*THE PROBLEM*. Keep only the lines that hold the string "может", filtering out the rest of the entries below.

*RECORDED INFORMATION*.
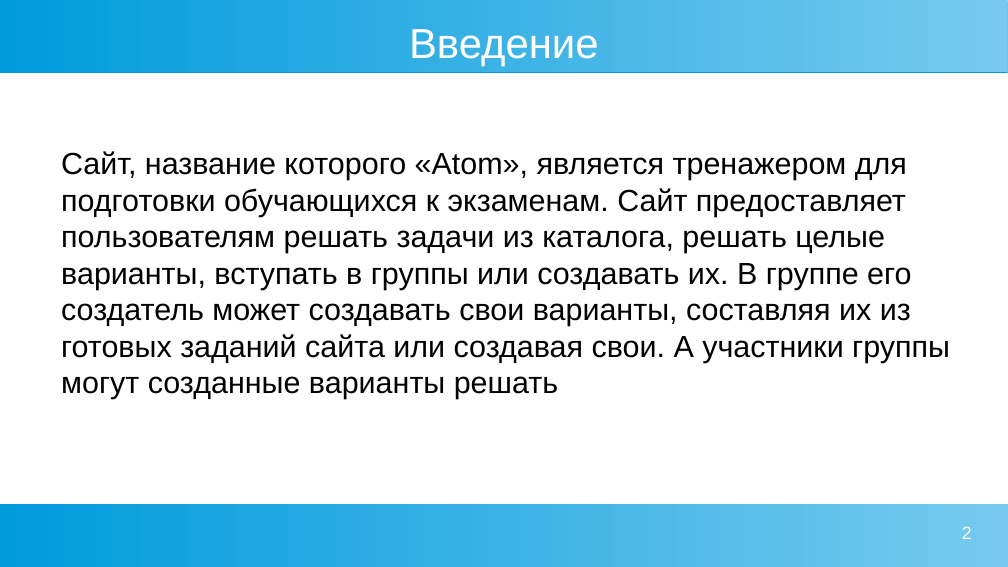
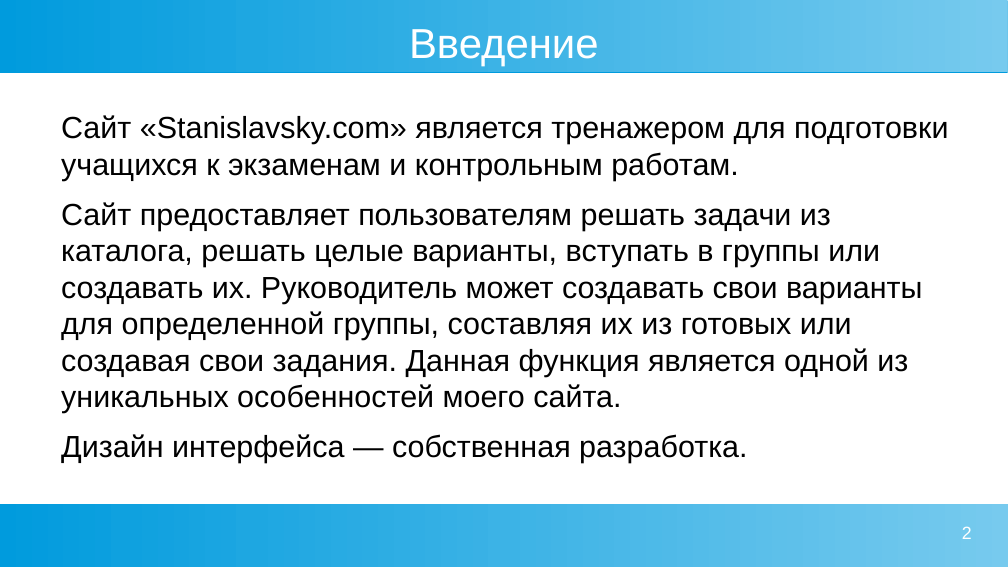
Before and after one commit to Stanislavsky2024/WebProject, a slide deck: slide 2 of Презентация Web.odp. Drawn at 1008x567 pixels with LibreOffice and Linux fonts; fonts in the diff are those of the drawing. Boxes give left, top, right and bottom in pixels: in the first picture for what was removed or moved away, otherwise in the second. Text is boxed around its words. In the diff, an @@ line names an element or a change of style, - is before the commit and + after.

```diff
--- a/Презентация Web.odp
+++ b/Презентация Web.odp
@@ text at [61,115,948,463]: text changed @@
-Сайт, название которого «Atom», является тренажером для подготовки обучающихся к экзаменам. Сайт предоставляет пользователям решать задачи из каталога, решать целые варианты, вступать в группы или создавать их. В группе его создатель может создавать свои варианты, составляя их из готовых заданий сайта или создавая свои. А участники группы могут созданные варианты решать
+Сайт «Stanislavsky.com» является тренажером для подготовки учащихся к экзаменам и контрольным работам.
+Сайт предоставляет пользователям решать задачи из каталога, решать целые варианты, вступать в группы или создавать их. Руководитель может создавать свои варианты для определенной группы, составляя их из готовых или создавая свои задания. Данная функция является одной из уникальных особенностей моего сайта.
+Дизайн интерфейса — собственная разработка.
```
Also in this commit, not shown: 1 other slide changed, 1 slide added, 1 slide removed, 9 other files.

*SOLUTION BELOW*.
-Сайт, название которого «Atom», является тренажером для подготовки обучающихся к экзаменам. Сайт предоставляет пользователям решать задачи из каталога, решать целые варианты, вступать в группы или создавать их. В группе его создатель может создавать свои варианты, составляя их из готовых заданий сайта или создавая свои. А участники группы могут созданные варианты решать
+Сайт предоставляет пользователям решать задачи из каталога, решать целые варианты, вступать в группы или создавать их. Руководитель может создавать свои варианты для определенной группы, составляя их из готовых или создавая свои задания. Данная функция является одной из уникальных особенностей моего сайта.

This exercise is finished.